元TEAM発砲B・ZINの武藤晃子がプロデュースする「むーとぴあ」の第一回公演『この世界にはない音楽』。もちろん、主演も彼女です。

悪魔が人間から魂を奪うためには、死ぬ前に願いをひとつ叶えなければならない。ところが、あまりに誠実に熱心に願いを実現させてしまうために、結果的にターゲットが「生きる意欲」を取り戻して結局任務を果たしそびれてしまう落ちこぼれが主人公。

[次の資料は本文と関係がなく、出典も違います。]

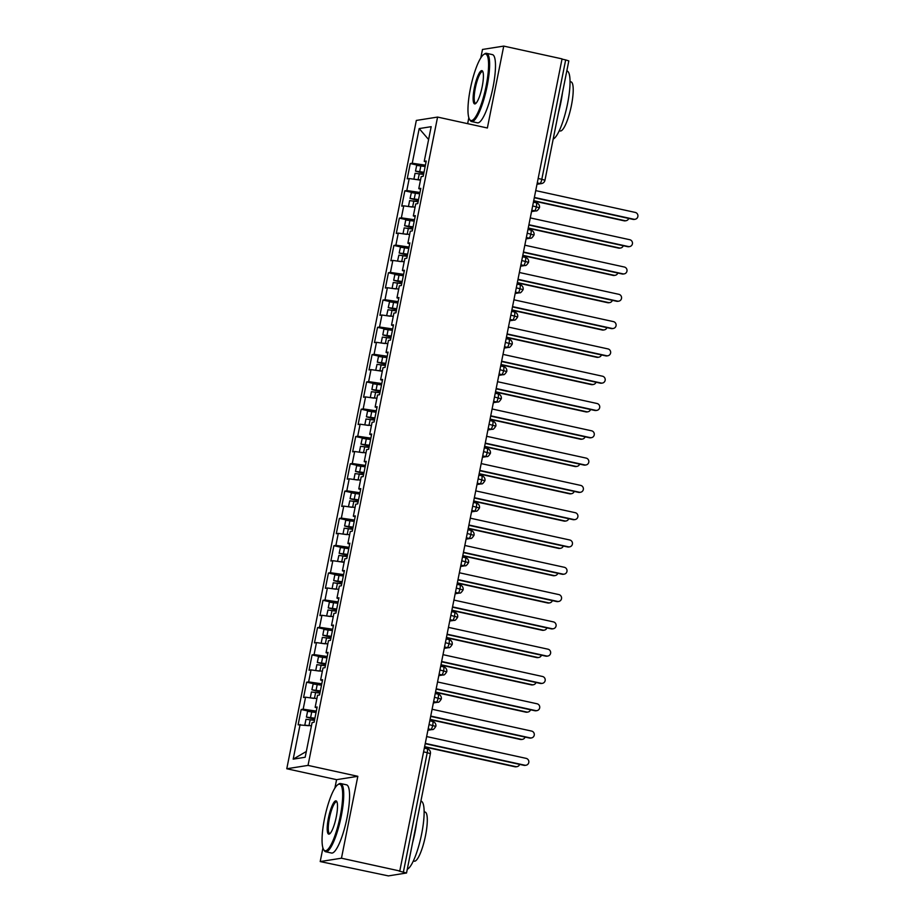 <?xml version="1.0" encoding="UTF-8"?>
<svg xmlns="http://www.w3.org/2000/svg" width="922" height="922" viewBox="0 0 922 922"><rect width="100%" height="100%" fill="white"/><g stroke="black" fill="none" stroke-linecap="round" stroke-linejoin="round"><path stroke-width="1.38" d="M322.93 847.94L320.211 861.563L388.393 875.9L406.533 872.996L399.134 871.094L399.779 870.99L562.051 58.881L503.735 46.1L482.483 49.454L480.8 57.89M320.211 861.563L341.463 858.209L357.828 776.312L336.576 779.666L334.882 788.103M336.576 779.666L286.777 768.752L416.329 120.436L437.581 117.071L308.029 765.398L286.777 768.752M468.837 117.728L467.65 123.675M300.111 724.473L293.184 759.152L305.17 757.25L312.097 722.583L314.091 722.272L317.145 706.99L315.151 707.301L317.548 695.292L319.542 694.969L322.596 679.687L320.602 679.998L323 667.989L325.005 667.678L328.059 652.384L326.065 652.707L328.463 640.698L330.456 640.375L333.51 625.093L331.517 625.404L333.914 613.395L335.908 613.084L338.962 597.79L336.968 598.113L339.365 586.104L341.37 585.781L344.425 570.499L342.419 570.81L344.828 558.801L346.822 558.49L349.876 543.196L347.882 543.519L350.279 531.498L352.273 531.187L355.327 515.905L353.333 516.216L355.731 504.207L357.724 503.896L360.779 488.602L358.785 488.914L361.182 476.905L363.187 476.593L366.241 461.311L364.236 461.622L366.645 449.613L368.639 449.291L371.693 434.008L369.699 434.32L372.096 422.311L374.09 421.999L377.144 406.706L375.15 407.028L377.547 395.019L379.553 394.697L382.607 379.415L380.602 379.726L383.01 367.717L385.004 367.405L388.058 352.112L386.064 352.435L388.462 340.425L390.455 340.103L393.51 324.821L391.516 325.132L393.913 313.123L395.907 312.812L398.961 297.518L396.967 297.841L399.364 285.82L401.37 285.509L404.424 270.227L402.418 270.538L404.827 258.529L406.821 258.218L409.875 242.924L407.881 243.235L410.278 231.226L412.272 230.915L415.326 215.633L413.333 215.944L415.73 203.935L417.735 203.612L420.789 188.33L418.784 188.641L421.193 176.632L423.186 176.321L426.241 161.027L424.247 161.35L431.173 126.683L419.187 128.573L412.261 163.24L410.267 163.551L407.213 178.845L409.207 178.522L406.809 190.543L404.816 190.854L401.762 206.136L403.755 205.825L401.358 217.834L399.353 218.145L396.299 233.439L398.292 233.116L395.895 245.137L393.901 245.448L390.847 260.73L392.841 260.419L390.444 272.428L388.45 272.751L385.396 288.033L387.39 287.722L384.993 299.731L382.987 300.042L379.933 315.324L381.938 315.013L379.53 327.022L377.536 327.345L374.482 342.627L376.476 342.316L374.078 354.325L372.085 354.636L369.031 369.929L371.024 369.607L368.627 381.616L366.633 381.938L363.579 397.221L365.573 396.909L363.176 408.919L361.17 409.23L358.116 424.523L360.122 424.201L357.713 436.221L355.719 436.532L352.665 451.815L354.659 451.503L352.262 463.512L350.268 463.824L347.214 479.117L349.208 478.795L346.81 490.815L344.805 491.126L341.751 506.409L343.756 506.097L341.347 518.106L339.354 518.429L336.3 533.711L338.293 533.4L335.896 545.409L333.902 545.72L330.848 561.002L332.842 560.691L330.445 572.7L328.451 573.023L325.397 588.305L327.391 587.994L324.993 600.003L322.988 600.314L319.934 615.608L321.939 615.285L319.531 627.294L317.537 627.617L314.483 642.899L316.477 642.588L314.079 654.597L312.085 654.908L309.031 670.202L311.025 669.879L308.628 681.9L306.623 682.211L303.568 697.493L305.574 697.182L303.165 709.191L301.171 709.502L298.117 724.796L308.421 725.695M303.165 709.191L316.327 711.104M305.574 697.182L313.883 698.392M308.628 681.9L321.778 683.813M311.025 669.879L319.369 671.089M315.151 707.301L316.961 707.912M314.079 654.597L327.229 656.51M316.477 642.588L324.786 643.798M320.602 679.998L322.412 680.62M319.531 627.294L332.692 629.219M321.939 615.285L330.272 616.495M326.065 652.707L327.875 653.318M324.993 600.003L338.144 601.916M327.391 587.994L335.723 589.193M331.517 625.404L333.326 626.026M330.445 572.7L343.595 574.625M332.842 560.691L344.113 562.339M336.968 598.113L338.777 598.724M335.896 545.409L349.046 547.322M338.293 533.4L346.637 534.599M342.419 570.81L344.229 571.433M341.347 518.106L354.509 520.031M343.756 506.097L352.066 507.307M347.882 543.519L349.692 544.13M346.81 490.815L359.96 492.728M349.208 478.795L357.517 480.016M353.333 516.216L355.143 516.827M352.262 463.512L365.412 465.426M354.659 451.503L363.003 452.702M358.785 488.914L360.594 489.536M357.713 436.221L370.875 438.134M360.122 424.201L368.42 425.411M364.236 461.622L366.057 462.233M363.176 408.919L376.326 410.832M365.573 396.909L373.883 398.12M369.699 434.32L371.508 434.942M368.627 381.616L381.777 383.54M371.024 369.607L382.296 371.255M375.15 407.028L376.96 407.639M374.078 354.325L387.228 356.238M376.476 342.316L384.785 343.526M380.602 379.726L382.411 380.348M379.53 327.022L392.691 328.947M381.938 315.013L390.248 316.223M386.064 352.435L387.874 353.045M384.993 299.731L398.143 301.644M387.39 287.722L395.734 288.92M391.516 325.132L393.325 325.754M390.444 272.428L403.594 274.353M392.841 260.419L401.151 261.629M396.967 297.841L398.777 298.451M395.895 245.137L409.057 247.05M398.292 233.116L406.602 234.338M402.418 270.538L404.239 271.149M401.358 217.834L414.508 219.747M403.755 205.825L412.088 207.024M407.881 243.235L409.691 243.857M406.809 190.543L419.959 192.456M409.207 178.522L420.478 180.17M413.333 215.944L415.142 216.555M538.16 178.476L541.813 179.283L565.67 59.918L562.005 59.123M565.67 59.918L568.816 60.898L544.96 180.251L541.813 179.283A4.195 0.91 102.4 0 1 540.038 183.524L537.272 182.925M412.261 163.24L425.411 165.153M419.187 128.573L428.603 139.522M418.784 188.641L420.593 189.264M341.463 858.209L399.779 870.99M437.581 117.071L487.369 127.997L503.735 46.1M357.828 776.312L308.029 765.398M293.184 759.152L306.323 751.488M424.247 161.35L426.056 161.961M410.267 163.551L419.13 165.499M539.37 207.738L532.674 205.906M531.545 211.576L536.051 210.873C536.754 211.276 537.895 210.216 539.474 207.692L539.474 207.692A4.195 4.195 0 0 0 536.27 202.771A4.195 0.91 102.4 0 1 536.339 206.712A4.195 0.91 102.4 0 1 534.576 210.827L531.81 210.216M404.816 190.854L413.678 192.802M399.353 218.145L408.227 220.093M393.901 245.448L402.764 247.396M388.45 272.751L397.313 274.687M382.987 300.042L391.862 301.99M377.536 327.345L386.399 329.281M372.085 354.636L380.947 356.584M366.633 381.938L375.496 383.875M361.17 409.23L370.045 411.177M355.719 436.532L364.582 438.48M350.268 463.824L359.131 465.771M344.805 491.126L353.679 493.074M339.354 518.429L348.216 520.365M333.902 545.72L342.765 547.668M328.451 573.023L337.314 574.959M322.988 600.314L331.862 602.262M317.537 627.617L326.4 629.553M312.085 654.908L320.948 656.856M306.623 682.211L315.497 684.159M301.171 709.502L310.034 711.45M533.907 235.041L527.223 233.208M526.082 238.879L530.599 238.164C531.291 238.579 532.432 237.519 534.022 234.983L534.022 234.983A4.195 4.195 0 0 0 530.818 230.074A4.195 0.91 102.4 0 1 530.876 234.015A4.195 0.91 102.4 0 1 529.124 238.118L526.358 237.519M528.456 262.332L521.76 260.511M520.63 266.181L525.148 265.467C525.84 265.87 526.981 264.81 528.571 262.286L528.571 262.286A4.195 4.195 0 0 0 525.356 257.365A4.195 0.91 102.4 0 1 525.425 261.306A4.195 0.91 102.4 0 1 523.673 265.421L520.907 264.81M523.005 289.635L516.308 287.802M515.179 293.473L519.685 292.758C520.388 293.173 521.529 292.113 523.12 289.577L523.12 289.577A4.195 4.195 0 0 0 519.904 284.668A4.195 0.91 102.4 0 1 519.973 288.609A4.195 0.91 102.4 0 1 518.222 292.712L515.444 292.113M517.542 316.938L510.857 315.105M509.728 320.775L514.234 320.061C514.925 320.476 516.078 319.415 517.657 316.88L517.657 316.88A4.195 4.195 0 0 0 514.453 311.959A4.195 0.91 102.4 0 1 514.522 315.9A4.195 0.91 102.4 0 1 512.759 320.015L509.993 319.404M512.09 344.229L505.406 342.396M504.265 348.067L508.783 347.352C509.474 347.767 510.615 346.707 512.206 344.171L512.206 344.171A4.195 4.195 0 0 0 508.99 339.261A4.195 0.91 102.4 0 1 509.059 343.203A4.195 0.91 102.4 0 1 507.307 347.317L504.541 346.707M506.639 371.531L499.943 369.699M498.814 375.369L503.331 374.655C504.023 375.07 505.164 374.009 506.754 371.474L506.754 371.474A4.195 4.195 0 0 0 503.539 366.564A4.195 0.91 102.4 0 1 503.608 370.494A4.195 0.91 102.4 0 1 501.856 374.609L499.09 373.998M501.188 398.823L494.492 396.99M493.362 402.66L497.868 401.957C498.572 402.361 499.712 401.3 501.291 398.777L501.291 398.765A4.195 4.195 0 0 0 498.087 393.855A4.195 0.91 102.4 0 1 498.157 397.797A4.195 0.91 102.4 0 1 496.393 401.911L493.627 401.3M495.725 426.125L489.04 424.293M487.899 429.963L492.417 429.249C493.109 429.664 494.25 428.603 495.84 426.068L495.84 426.068A4.195 4.195 0 0 0 492.636 421.158A4.195 0.91 102.4 0 1 492.705 425.1A4.195 0.91 102.4 0 1 490.942 429.203L488.176 428.603M490.274 453.417L483.577 451.584M482.448 457.254L486.966 456.551C487.657 456.955 488.798 455.894 490.389 453.37L490.389 453.37A4.195 4.195 0 0 0 487.173 448.449A4.195 0.91 102.4 0 1 487.242 452.391A4.195 0.91 102.4 0 1 485.491 456.505L482.725 455.894M484.822 480.719L478.126 478.887M476.997 484.557L481.503 483.843C482.206 484.257 483.347 483.197 484.937 480.662L484.937 480.662A4.195 4.195 0 0 0 481.722 475.752A4.195 0.91 102.4 0 1 481.791 479.694A4.195 0.91 102.4 0 1 480.039 483.796L477.262 483.197M479.359 508.01L472.675 506.19M471.545 511.86L476.052 511.145C476.743 511.549 477.896 510.488 479.475 507.964L479.475 507.964A4.195 4.195 0 0 0 476.271 503.043A4.195 0.91 102.4 0 1 476.34 506.985A4.195 0.91 102.4 0 1 474.576 511.099L471.81 510.488M473.908 535.313L467.224 533.481M466.083 539.151L470.6 538.436C471.292 538.851 472.433 537.791 474.023 535.256L474.023 535.256A4.195 4.195 0 0 0 470.808 530.346A4.195 0.91 102.4 0 1 470.877 534.287A4.195 0.91 102.4 0 1 469.125 538.39L466.359 537.791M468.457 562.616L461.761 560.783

上司から「今夜のうちに魂を取らないと、最低の閑職である資料室送り」と言われた彼女、運良く見つけた自殺志願者はかつて売れっ子だった作曲家。
ところが、悪魔は人間が生み出す音楽というものが大好きで……。

1時間半でキャストは5人だけというコンパクトな芝居ですが、その分キレがいい。
テンポのいいギャグとしっとりしたセンチメンタリズムが見事に調和しています。
武藤は「けたたましくて、一所懸命で、ウブで」というチャーミングな役どころ。発砲時代はどうしても脇で飛び道具的な起用が多く、それはそれで素晴らしい持ち味だったのですけど、今回は見事に「ドジっ娘美少女キャラ」です!
いや、本当にいいモン観ました。お勧めです。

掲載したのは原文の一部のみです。